------ PROVIDED INFORMATION ------
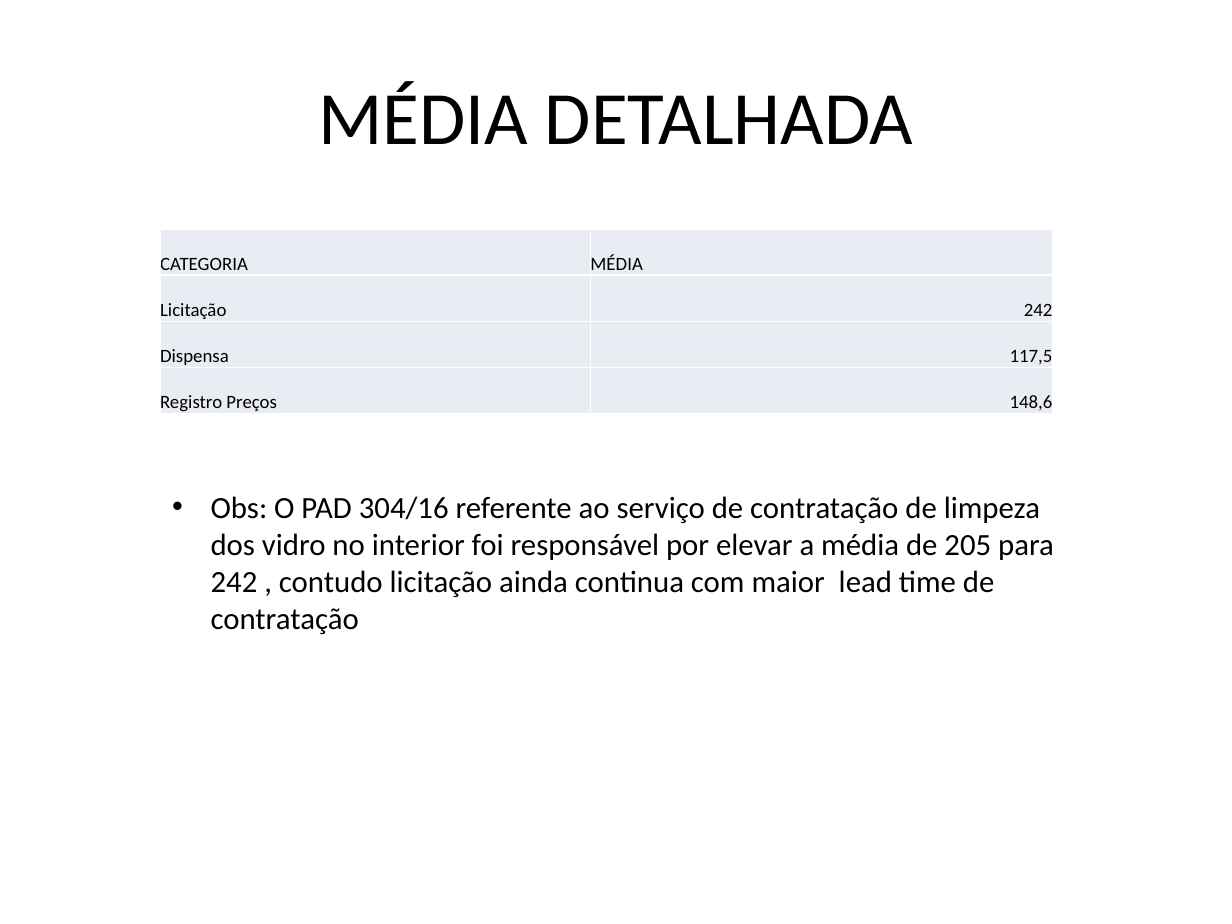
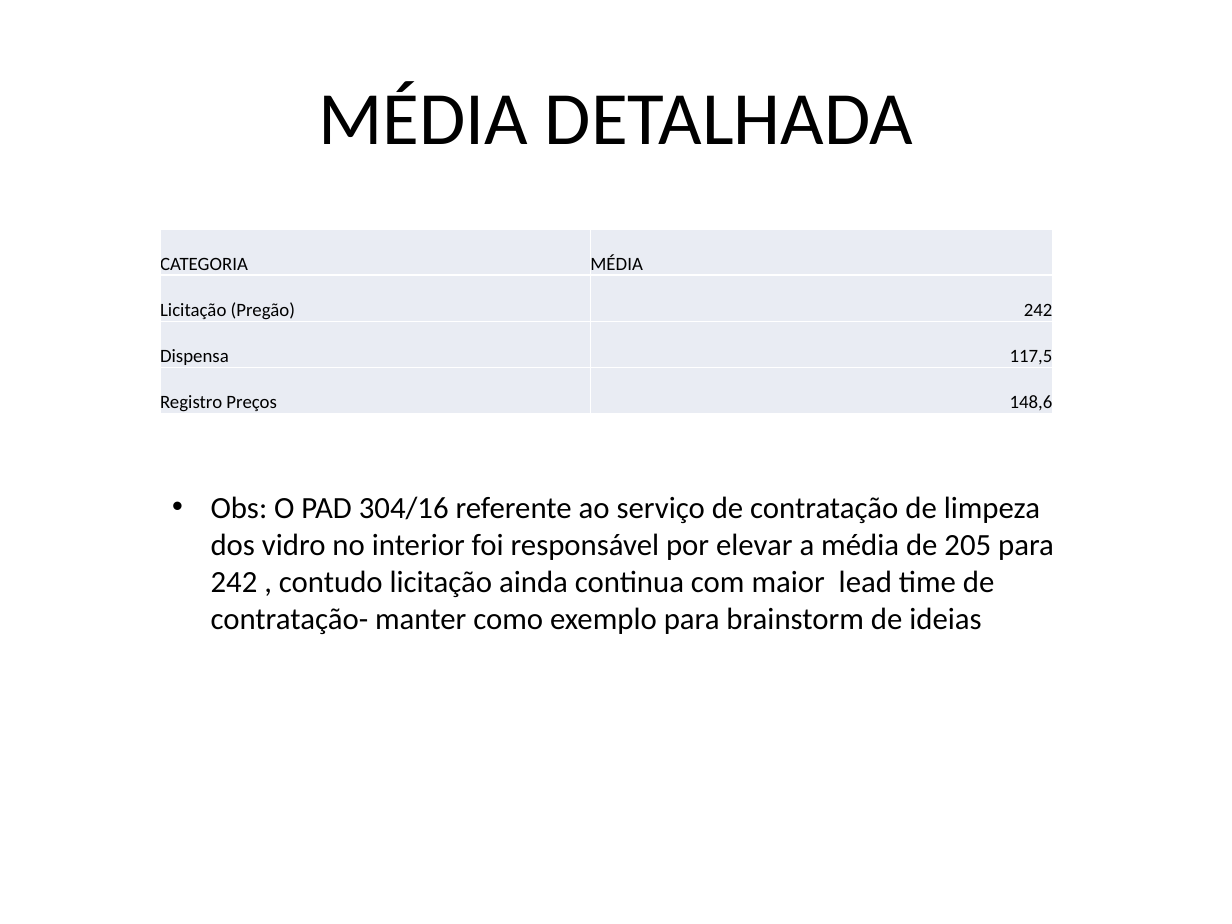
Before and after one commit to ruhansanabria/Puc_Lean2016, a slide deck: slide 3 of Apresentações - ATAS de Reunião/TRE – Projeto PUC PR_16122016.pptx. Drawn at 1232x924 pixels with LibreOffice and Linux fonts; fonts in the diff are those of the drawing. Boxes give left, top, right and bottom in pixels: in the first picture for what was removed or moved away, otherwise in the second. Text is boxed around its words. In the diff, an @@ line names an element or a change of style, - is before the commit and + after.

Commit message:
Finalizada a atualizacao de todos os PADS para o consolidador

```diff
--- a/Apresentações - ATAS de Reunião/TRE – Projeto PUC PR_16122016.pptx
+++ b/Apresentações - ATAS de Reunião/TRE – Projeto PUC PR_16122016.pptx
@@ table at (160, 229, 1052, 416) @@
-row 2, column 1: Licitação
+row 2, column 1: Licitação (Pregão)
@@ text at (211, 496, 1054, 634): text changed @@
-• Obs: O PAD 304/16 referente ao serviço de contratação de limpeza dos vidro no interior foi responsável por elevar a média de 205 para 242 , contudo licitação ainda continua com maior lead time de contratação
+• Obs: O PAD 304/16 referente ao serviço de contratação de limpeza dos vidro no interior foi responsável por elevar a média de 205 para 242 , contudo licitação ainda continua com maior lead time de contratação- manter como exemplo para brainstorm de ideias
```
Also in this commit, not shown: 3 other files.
------
------ PROVIDED INFORMATION ------
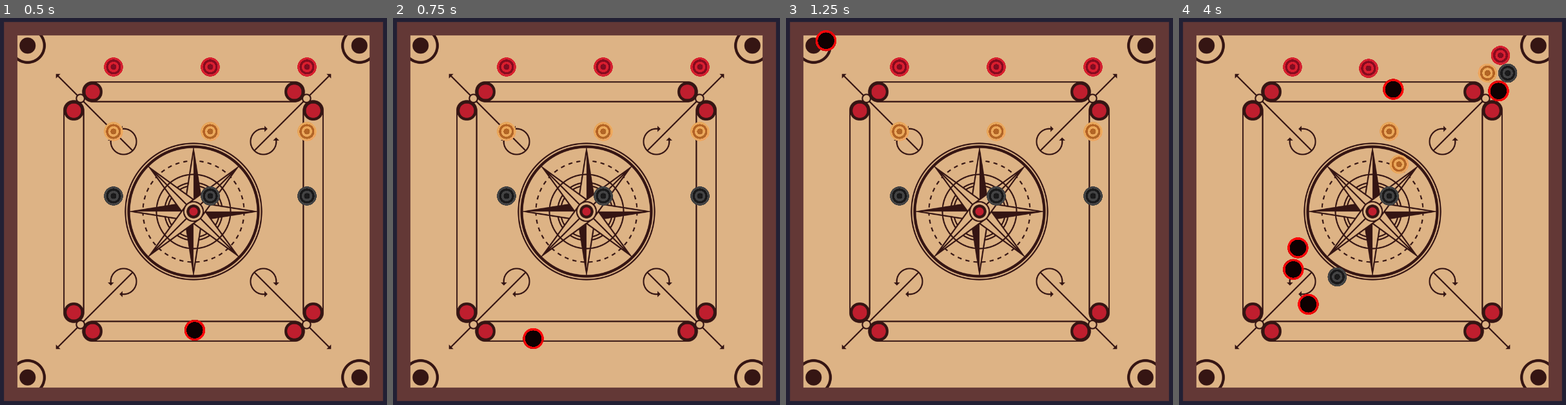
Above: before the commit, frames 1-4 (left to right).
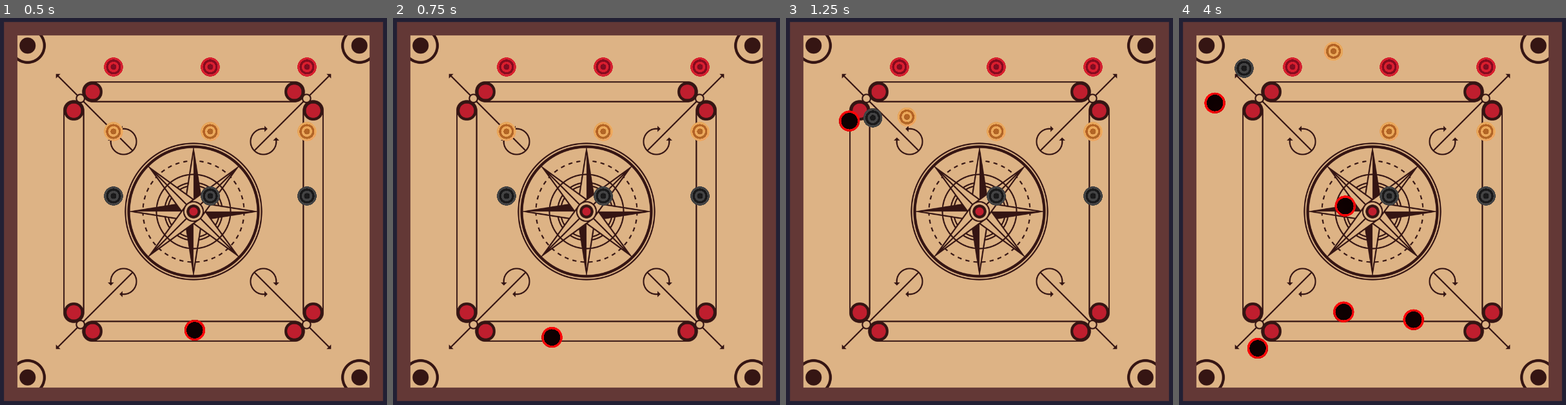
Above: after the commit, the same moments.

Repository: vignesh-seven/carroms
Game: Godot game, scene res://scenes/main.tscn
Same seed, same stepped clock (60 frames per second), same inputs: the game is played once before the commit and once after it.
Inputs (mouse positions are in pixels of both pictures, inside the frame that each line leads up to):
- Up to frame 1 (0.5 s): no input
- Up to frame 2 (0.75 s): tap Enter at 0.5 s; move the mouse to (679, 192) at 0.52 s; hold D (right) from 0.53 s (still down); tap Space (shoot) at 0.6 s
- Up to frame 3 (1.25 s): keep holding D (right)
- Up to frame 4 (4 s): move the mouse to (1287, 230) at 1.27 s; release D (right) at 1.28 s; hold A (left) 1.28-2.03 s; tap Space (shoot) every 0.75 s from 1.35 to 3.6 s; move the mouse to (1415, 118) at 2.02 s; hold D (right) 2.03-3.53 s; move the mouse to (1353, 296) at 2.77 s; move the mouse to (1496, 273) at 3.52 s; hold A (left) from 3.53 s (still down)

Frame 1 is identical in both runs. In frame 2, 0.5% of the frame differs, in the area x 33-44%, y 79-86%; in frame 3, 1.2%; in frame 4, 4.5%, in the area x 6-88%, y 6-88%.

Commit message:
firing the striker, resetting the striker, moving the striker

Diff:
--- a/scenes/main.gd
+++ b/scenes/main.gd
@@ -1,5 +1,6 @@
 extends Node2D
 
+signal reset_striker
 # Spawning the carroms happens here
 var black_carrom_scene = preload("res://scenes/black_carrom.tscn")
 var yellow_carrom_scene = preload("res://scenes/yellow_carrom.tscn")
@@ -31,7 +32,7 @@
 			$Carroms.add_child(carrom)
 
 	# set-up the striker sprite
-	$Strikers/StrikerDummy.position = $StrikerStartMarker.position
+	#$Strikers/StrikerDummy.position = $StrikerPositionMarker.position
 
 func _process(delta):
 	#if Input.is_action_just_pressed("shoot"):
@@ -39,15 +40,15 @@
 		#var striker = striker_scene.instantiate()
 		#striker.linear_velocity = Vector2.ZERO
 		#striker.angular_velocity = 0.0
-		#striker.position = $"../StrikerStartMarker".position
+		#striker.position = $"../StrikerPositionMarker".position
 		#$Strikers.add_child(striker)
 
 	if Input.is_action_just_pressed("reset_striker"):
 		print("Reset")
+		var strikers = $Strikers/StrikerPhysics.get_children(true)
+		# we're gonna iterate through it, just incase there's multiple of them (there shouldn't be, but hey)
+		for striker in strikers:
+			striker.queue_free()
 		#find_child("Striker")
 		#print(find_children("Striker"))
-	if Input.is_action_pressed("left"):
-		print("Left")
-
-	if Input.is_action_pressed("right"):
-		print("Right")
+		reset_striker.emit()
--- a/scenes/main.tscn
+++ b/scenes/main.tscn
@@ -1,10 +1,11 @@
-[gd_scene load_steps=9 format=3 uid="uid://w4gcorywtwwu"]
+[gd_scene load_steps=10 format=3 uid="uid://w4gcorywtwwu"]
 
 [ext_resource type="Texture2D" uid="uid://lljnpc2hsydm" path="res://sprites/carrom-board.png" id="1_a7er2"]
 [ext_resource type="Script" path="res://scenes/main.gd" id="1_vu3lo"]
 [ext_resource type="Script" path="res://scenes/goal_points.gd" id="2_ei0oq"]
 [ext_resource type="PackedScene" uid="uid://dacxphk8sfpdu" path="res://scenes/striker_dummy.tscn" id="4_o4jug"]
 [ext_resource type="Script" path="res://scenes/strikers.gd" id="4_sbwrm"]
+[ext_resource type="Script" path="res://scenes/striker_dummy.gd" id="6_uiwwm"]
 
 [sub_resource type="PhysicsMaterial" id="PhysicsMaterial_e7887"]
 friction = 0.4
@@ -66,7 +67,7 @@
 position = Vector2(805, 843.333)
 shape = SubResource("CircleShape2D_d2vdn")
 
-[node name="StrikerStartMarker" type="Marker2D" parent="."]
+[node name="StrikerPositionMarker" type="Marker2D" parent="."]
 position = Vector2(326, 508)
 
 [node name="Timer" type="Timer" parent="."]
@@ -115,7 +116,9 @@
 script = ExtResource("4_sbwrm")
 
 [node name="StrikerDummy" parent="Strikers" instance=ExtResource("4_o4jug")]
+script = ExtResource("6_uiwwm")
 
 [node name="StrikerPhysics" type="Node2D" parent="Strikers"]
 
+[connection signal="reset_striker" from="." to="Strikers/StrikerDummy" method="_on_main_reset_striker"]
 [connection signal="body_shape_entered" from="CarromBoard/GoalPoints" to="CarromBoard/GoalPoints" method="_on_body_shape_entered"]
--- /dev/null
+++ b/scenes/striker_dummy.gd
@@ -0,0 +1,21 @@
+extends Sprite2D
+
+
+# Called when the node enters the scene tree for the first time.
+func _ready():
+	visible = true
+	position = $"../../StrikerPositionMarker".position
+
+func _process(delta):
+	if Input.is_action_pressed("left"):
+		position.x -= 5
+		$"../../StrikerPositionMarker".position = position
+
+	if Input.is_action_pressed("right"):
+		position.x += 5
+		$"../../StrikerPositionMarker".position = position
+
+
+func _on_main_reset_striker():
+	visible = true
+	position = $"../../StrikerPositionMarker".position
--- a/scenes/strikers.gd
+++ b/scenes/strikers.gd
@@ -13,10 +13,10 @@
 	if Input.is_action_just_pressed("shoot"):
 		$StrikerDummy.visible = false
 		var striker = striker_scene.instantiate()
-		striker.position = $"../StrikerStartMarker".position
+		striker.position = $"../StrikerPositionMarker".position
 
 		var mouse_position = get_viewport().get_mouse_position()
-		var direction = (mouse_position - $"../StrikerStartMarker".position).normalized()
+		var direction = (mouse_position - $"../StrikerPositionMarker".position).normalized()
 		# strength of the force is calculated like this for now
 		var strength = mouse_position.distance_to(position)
------
## WHAT YOU ARE ASKED TO DO
Show every line above in which the word "same" occurs.

## RESPONSE FOR THIS EXERCISE
Above: after the commit, the same moments.
Same seed, same stepped clock (60 frames per second), same inputs: the game is played once before the commit and once after it.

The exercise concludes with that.